Interview de Michel Gensollen, économiste spécialiste du web 2.0, éditeur de la revue économie politique « Marché en ligne et communauté d’agents » en 2003

Quelle est votre définition du Web 2.0 ?

Le terme « web 2.0 » est un coup de pub, un mot lancé récemment derrière lequel existe néanmoins un phénomène qui émerge depuis plusieurs années. Il s’agit d’une évolution de l’utilisation d’Internet. Au début, nous pensions que le changement viendrait des entreprises, via un développement de ses services. Or, nous nous sommes aperçus que le changement, que nous situons autour de l’an 2000, est venu des internautes avec l’intensification de leurs échanges. L’internaute est aujourd’hui au centre des échanges, à la fois récepteur et émetteur de fichiers, d’opinion… Par sa nouvelle utilisation d’Internet, il a contribué à un changement économique : les sites se sont mis à développer des interactions.

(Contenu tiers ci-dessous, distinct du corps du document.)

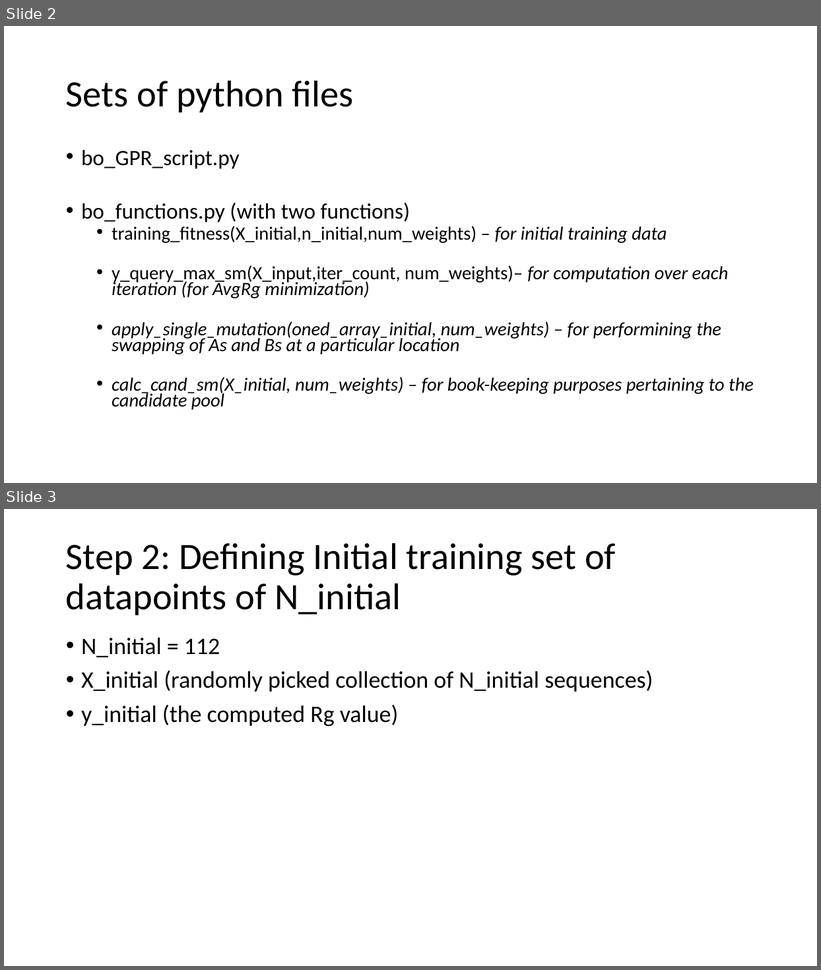
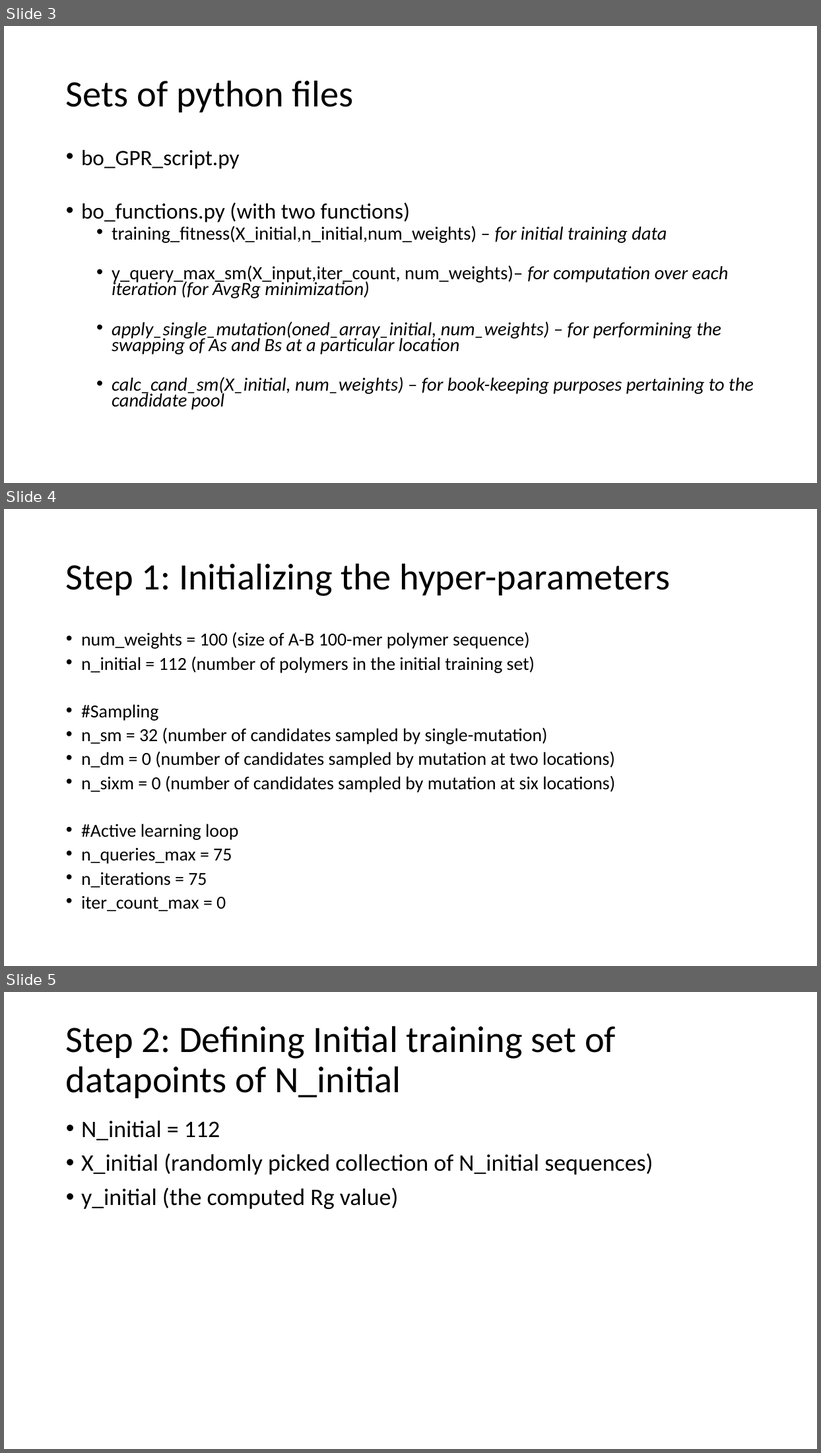
Before and after one commit to rpspran/Polymer_Sequence_Design, a slide deck: Readme.pptx. Shown one above the other, each under a label of ours: slides 2 and 3 before the commit, slides 3, 4 and 5 after it. The pictures are 821x970 and 821x1453 pixels, drawn with LibreOffice and Linux fonts; fonts in the diff are those of the drawing. Boxes give left, top, right and bottom in pixels: in the first picture for what was removed or moved away, otherwise in the second. Text is boxed around its words. In the diff, an @@ line names an element or a change of style, - is before the commit and + after.

```diff
--- a/Readme.pptx
+++ b/Readme.pptx
@@ slide 4 added at (x1=4, y1=509, x2=817, y2=966), background #FFFFFF @@
@@ title added at (x1=66, y1=563, x2=671, y2=596), 44 pt, text #000000 @@
+Step 1: Initializing the hyper-parameters
@@ text added at (x1=81, y1=632, x2=615, y2=912), 21.7 pt, text #000000 @@
+• num_weights = 100 (size of A-B 100-mer polymer sequence)
+• n_initial = 112 (number of polymers in the initial training set)
+• #Sampling
+• n_sm = 32 (number of candidates sampled by single-mutation)
+• n_dm = 0 (number of candidates sampled by mutation at two locations)
+• n_sixm = 0 (number of candidates sampled by mutation at six locations)
+• #Active learning loop
+• n_queries_max = 75
+• n_iterations = 75
+• iter_count_max = 0
@@ what was slide 2 is now slide 3 @@
@@ what was slide 3 is now slide 5 @@
```
Also in this commit, not shown: 1 slide changed, 1 other slide added.

Récemment, Google a racheté YouTube, une des stars du Web 2.0, 1,65 milliards de dollars. Craignez-vous un emballement comparable à celui de la bulle en 2000 ?

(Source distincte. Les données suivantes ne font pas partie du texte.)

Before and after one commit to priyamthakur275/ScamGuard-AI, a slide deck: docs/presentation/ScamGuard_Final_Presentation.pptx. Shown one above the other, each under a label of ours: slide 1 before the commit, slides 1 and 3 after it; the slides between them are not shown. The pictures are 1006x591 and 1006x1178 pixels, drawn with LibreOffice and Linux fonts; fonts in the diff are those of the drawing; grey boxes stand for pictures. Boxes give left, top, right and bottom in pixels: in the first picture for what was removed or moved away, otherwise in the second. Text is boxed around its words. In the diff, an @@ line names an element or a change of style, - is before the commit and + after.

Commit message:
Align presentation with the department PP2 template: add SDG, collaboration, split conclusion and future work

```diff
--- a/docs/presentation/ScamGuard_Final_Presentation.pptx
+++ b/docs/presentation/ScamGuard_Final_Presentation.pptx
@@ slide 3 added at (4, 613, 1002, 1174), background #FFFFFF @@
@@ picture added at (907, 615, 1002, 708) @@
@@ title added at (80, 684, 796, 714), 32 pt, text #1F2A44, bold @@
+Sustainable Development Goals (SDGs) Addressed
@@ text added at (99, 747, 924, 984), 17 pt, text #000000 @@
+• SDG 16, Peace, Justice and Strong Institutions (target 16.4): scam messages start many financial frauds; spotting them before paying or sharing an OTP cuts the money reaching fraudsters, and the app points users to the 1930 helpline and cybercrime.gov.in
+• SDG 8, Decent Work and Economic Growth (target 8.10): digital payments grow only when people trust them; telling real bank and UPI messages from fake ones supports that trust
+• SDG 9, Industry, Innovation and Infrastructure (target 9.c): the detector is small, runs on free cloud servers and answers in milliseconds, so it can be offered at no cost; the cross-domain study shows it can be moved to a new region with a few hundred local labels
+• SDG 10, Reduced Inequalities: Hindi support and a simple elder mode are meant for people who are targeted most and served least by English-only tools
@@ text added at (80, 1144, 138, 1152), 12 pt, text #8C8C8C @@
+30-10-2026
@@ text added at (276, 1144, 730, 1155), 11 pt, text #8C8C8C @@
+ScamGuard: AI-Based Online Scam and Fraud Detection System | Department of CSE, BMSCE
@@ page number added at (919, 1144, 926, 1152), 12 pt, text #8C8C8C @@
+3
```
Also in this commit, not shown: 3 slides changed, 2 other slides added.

Il y a effectivement un phénomène de mode mais rien de comparable avec la bulle d’alors. Concernant YouTube, l’avenir dira si cet achat était une bonne opération.

Les leçons de l’éclatement de la bulle ont donc été tirées…

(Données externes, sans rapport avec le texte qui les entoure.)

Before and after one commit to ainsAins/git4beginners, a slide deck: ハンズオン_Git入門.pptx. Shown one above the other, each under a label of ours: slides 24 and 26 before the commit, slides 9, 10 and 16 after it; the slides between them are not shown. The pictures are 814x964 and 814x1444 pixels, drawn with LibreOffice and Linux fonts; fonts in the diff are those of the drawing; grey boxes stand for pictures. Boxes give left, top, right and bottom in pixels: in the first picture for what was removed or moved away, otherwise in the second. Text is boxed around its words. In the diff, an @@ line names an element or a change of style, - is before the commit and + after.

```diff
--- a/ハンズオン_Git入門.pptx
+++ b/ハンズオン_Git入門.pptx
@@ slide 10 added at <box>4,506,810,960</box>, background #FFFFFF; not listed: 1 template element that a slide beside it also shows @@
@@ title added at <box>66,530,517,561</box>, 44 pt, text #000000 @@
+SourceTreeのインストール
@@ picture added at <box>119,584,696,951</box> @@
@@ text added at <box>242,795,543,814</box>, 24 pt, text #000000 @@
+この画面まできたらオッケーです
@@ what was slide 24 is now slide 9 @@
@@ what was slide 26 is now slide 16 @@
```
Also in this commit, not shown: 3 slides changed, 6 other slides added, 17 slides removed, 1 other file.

Oui. Le Web 2.0 a généré de nouveaux modèles économiques. Avant, il s’agissait d’une transposition du modèle économique réel à l’Internet. C’est-à-dire que l’on proposait sur le Net tout ce qu’on trouvait dans la réalité : par exemple, le site d’un journal proposait les mêmes pages, le site d’un commerce proposait ses produits… Or ce modèle s’est avéré ne pas être gagnant : on achète dans la réalité, pas sur l’Internet. Le modèle d’aujourd’hui fournit les moyens qui vont permettre l’achat grâce à une valeur ajoutée. Les sites de références dans ce domaine sont Amazon.fr et la Fnac car ils proposent une symbiose des deux modèles : ils conservent la finalité de l’achat tout en proposant des « méta-informations ». Par exemple, pour un DVD, l’internaute a accès à un grand nombre de critiques qui vont inciter, ou non, à l’achat.

Quelle évolution voyez-vous pour le Web ? Les géants, comme Google, vont-ils pouvoir suivre ?

Google se demande actuellement s’il va pouvoir combiner son activité de moteur de recherche et son entrée dans la « folksonomy ». Cette dernière est la définition d’un nouveau type de classement incluant le «tagging» des internautes. L’enjeu pour le moteur de recherche est donc de poursuivre son « tagging » tout en prenant en compte celui des internautes. Nous allons observer une généralisation des sites offrant une plateforme d’échanges entre consommateurs. Les problèmes qui vont se poser, qui se posent déjà, sont les droits d’auteur, la censure et l’organisation économique de ces échanges.